当他端着茶走过来时,魔尊注意到,他好像在走猫步,还生了双圆溜溜的猫儿眼。
好像在哪里见过。
吴桂道长慢吞吞地咽了口茶,才放下茶杯,沉声道,“岑国太子,我记得你,你是叫岑然对吧?”
魔尊的脑袋当即嗡嗡嗡直响,道长是怎么知道的,又是什么时候听说的他?
没听到魔尊的答话,道长也不以为意,叹道,“你很不错。”
随即语气一转,语重心长,“你国破家亡,斩去了俗世尘缘。依老道看,你不如顺应天命,留下来,同我一道修行吧。”
魔尊听清了吴桂道长的话,这和他料想的差不多,他本想顺势就答应了,但是他不仅头晕,还耳鸣。

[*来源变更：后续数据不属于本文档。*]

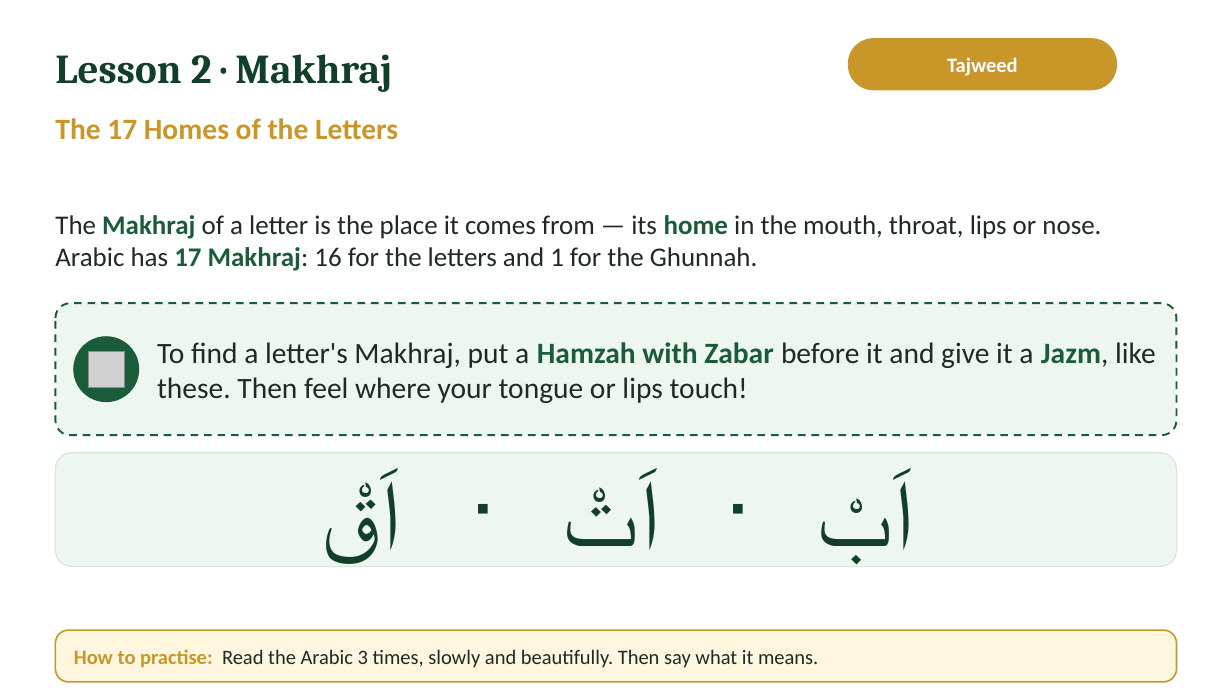
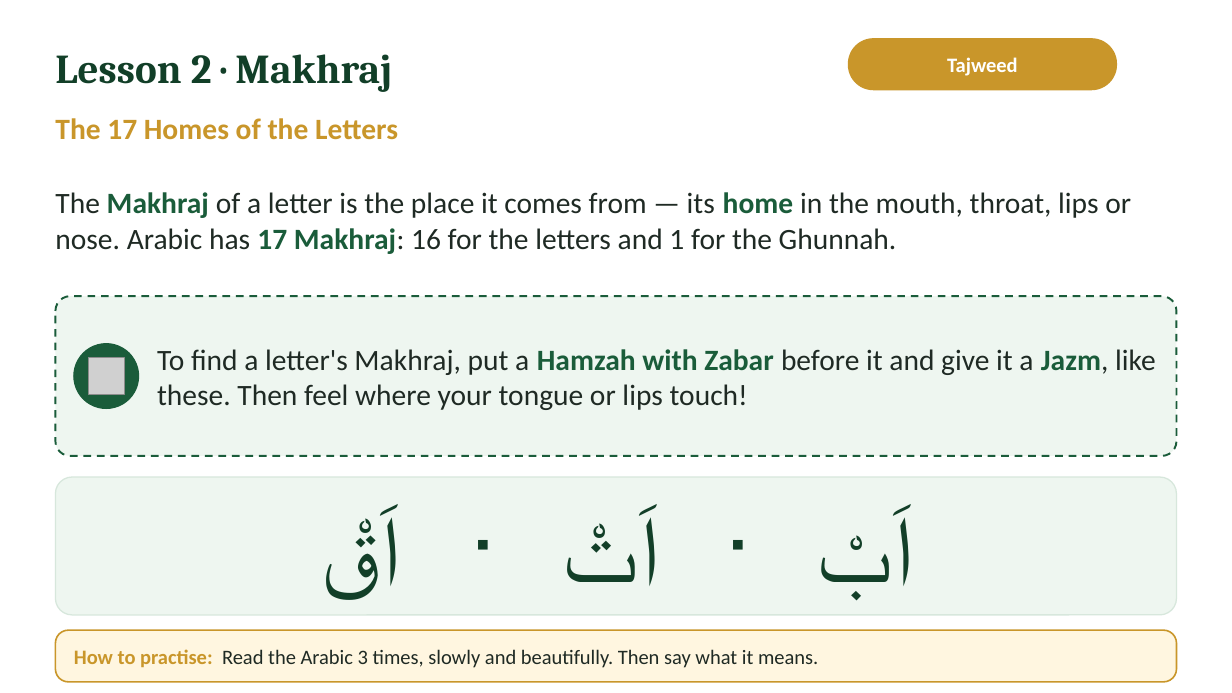
Before and after one commit to ibnhosain/TQA-Management-System, a slide deck: slide 14 of backend/core/deck_seed/noorani-qaida-lecture-02-student.pptx. Drawn at 1232x693 pixels with LibreOffice and Linux fonts; fonts in the diff are those of the drawing; grey boxes stand for pictures; background and template pictures are left out. Boxes give left, top, right and bottom in pixels: in the first picture for what was removed or moved away, otherwise in the second. Text is boxed around its words. In the diff, an @@ line names an element or a change of style, - is before the commit and + after.

```diff
--- a/backend/core/deck_seed/noorani-qaida-lecture-02-student.pptx
+++ b/backend/core/deck_seed/noorani-qaida-lecture-02-student.pptx
@@ text "The Makhraj of a letter ...": place and size @@
-text "The Makhraj of a letter ..." at bbox=[55, 215, 1101, 271]
+text "The Makhraj of a letter ..." at bbox=[55, 192, 1131, 254]
@@ text "The Makhraj of a letter ..." at bbox=[55, 192, 1131, 254]: size 21 to 23 pt @@
@@ rounded rectangle: place and size @@
-rounded rectangle at bbox=[55, 303, 1177, 435]
+rounded rectangle at bbox=[55, 297, 1177, 457]
@@ rounded rectangle at bbox=[55, 297, 1177, 457]: proportions changed @@
@@ text "To find a letter's Makhraj, ...": place and size @@
-text "To find a letter's Makhraj, ..." at bbox=[157, 342, 1156, 403]
+text "To find a letter's Makhraj, ..." at bbox=[157, 349, 1156, 410]
@@ ellipse: place and size @@
-ellipse at bbox=[74, 337, 139, 402]
+ellipse at bbox=[74, 344, 139, 409]
@@ picture: place and size @@
-picture at bbox=[88, 351, 124, 387]
+picture at bbox=[88, 358, 124, 394]
@@ rounded rectangle at bbox=[55, 477, 1177, 615]: proportions changed @@
@@ rounded rectangle: place and size @@
-rounded rectangle at bbox=[55, 453, 1177, 567]
+rounded rectangle at bbox=[55, 477, 1177, 615]
@@ text "اَبْ · اَتْ · اَقْ" rewrapped from bbox=[584, 475, 914, 565] to bbox=[584, 512, 914, 631] @@
```
Also in this commit, not shown: 8 other slides changed, 21 other files.
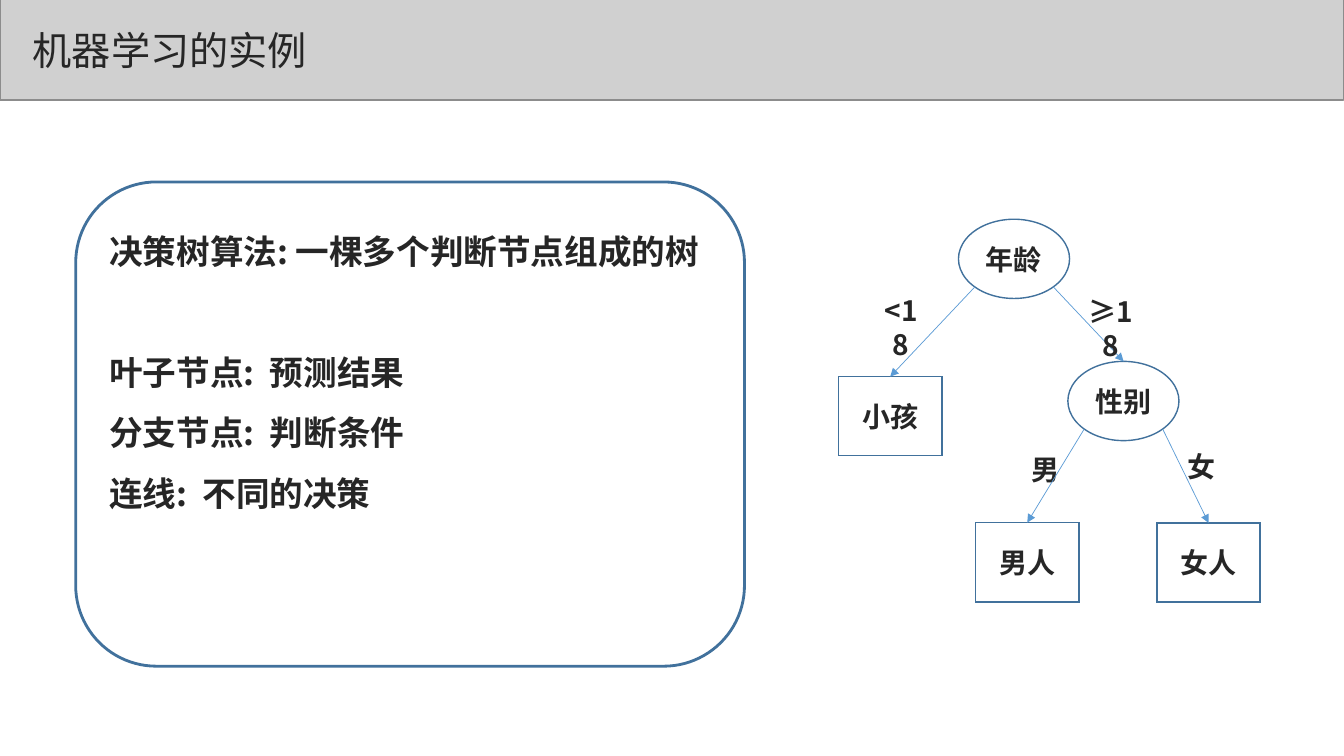
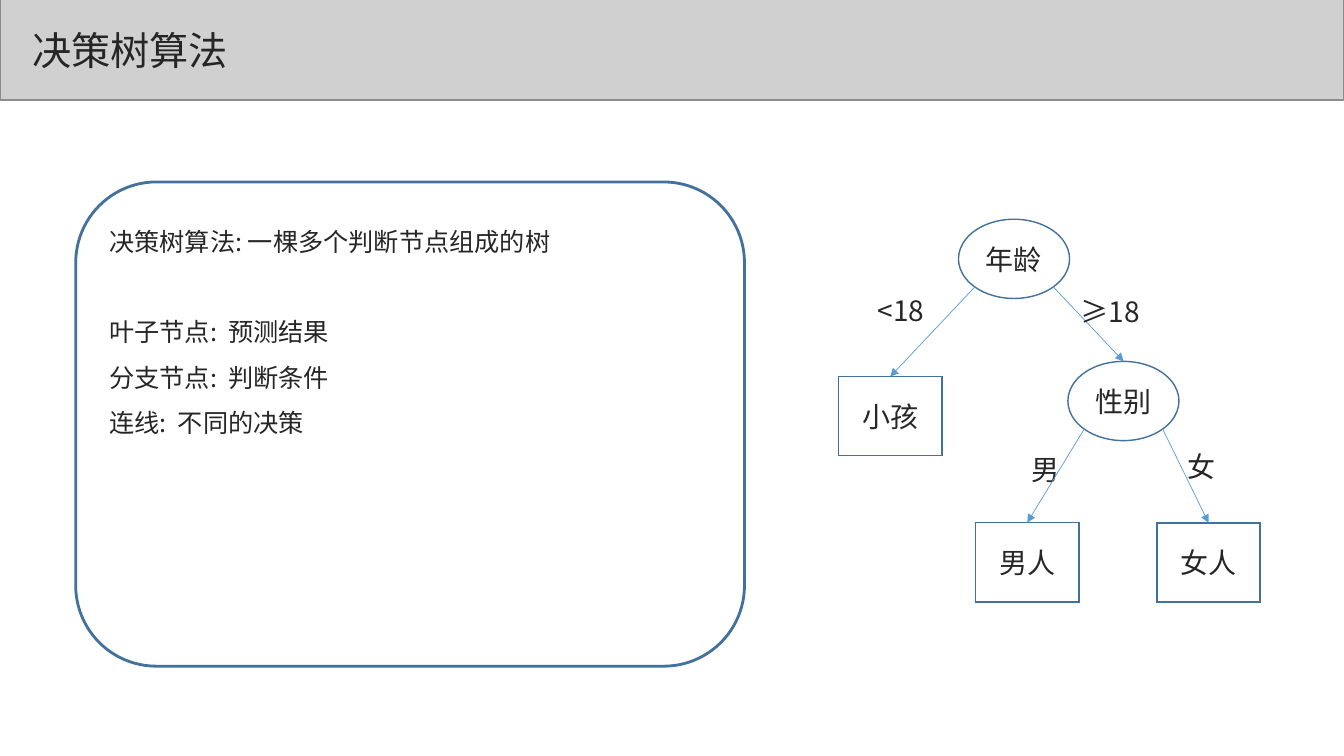
Before and after one commit to congcongshang/StudyNoteBook, a slide deck: slide 10 of 数学/机器学习.ppt. Drawn at 1344x756 pixels with LibreOffice and Linux fonts; fonts in the diff are those of the drawing; grey boxes stand for pictures. Boxes give left, top, right and bottom in pixels: in the first picture for what was removed or moved away, otherwise in the second. Text is boxed around its words. In the diff, an @@ line names an element or a change of style, - is before the commit and + after.

```diff
--- a/数学/机器学习.ppt
+++ b/数学/机器学习.ppt
@@ text at <box>32,32,228,68</box>: text changed @@
-机器学习的实例
+决策树算法
@@ rounded rectangle "决策树算法: 一棵多个判断节点组成的树" at <box>76,182,745,666</box>: size 24 to 18 pt, bold off @@
@@ bold off in 8 elements at <box>958,220,1069,299</box>, <box>1068,362,1179,441</box>, <box>1032,458,1060,488</box>, <box>1081,300,1140,330</box>, <box>1157,523,1259,602</box>, <box>975,522,1078,601</box>, <box>1187,453,1215,485</box>, <box>878,300,925,322</box> @@
```
Also in this commit, not shown: 5 other slides changed, 1 slide removed, 1 other file.

他好像被装在一个透明的玻璃罐子里,只能看见听见,却动不了,也发不了声。
仿佛一个植物人。
他这是怎么了?谁对他施了术法?
没有听见回答,吴桂道长侧头看了眼坐得笔直端正的小娃娃,也不强求。
他道,“如你不愿留下,也可自行离去,老道不强求。”
不!他愿意的!魔尊在心里呐喊,他动不了啦,道长没发现吗!
道长还真没发现,他话峰又一转,“你如今没了亲人独自一人我也不放心,不如这样,你先在我这里住着,等过段时间你长大一点了,我就不留你了。”
魔尊还是没有说话,他后知后觉,内心涌起了惊涛骇浪。
刚刚吴桂道长叫他什么?岑国太子?岑然?
他叫岑然吗?
他不是魔尊吗?
在成为魔尊前,他叫什么名字?
他忘掉了。
心乱如麻。
毫无头绪。
吴桂道长要说的话都说完了,他朝外挥了挥手。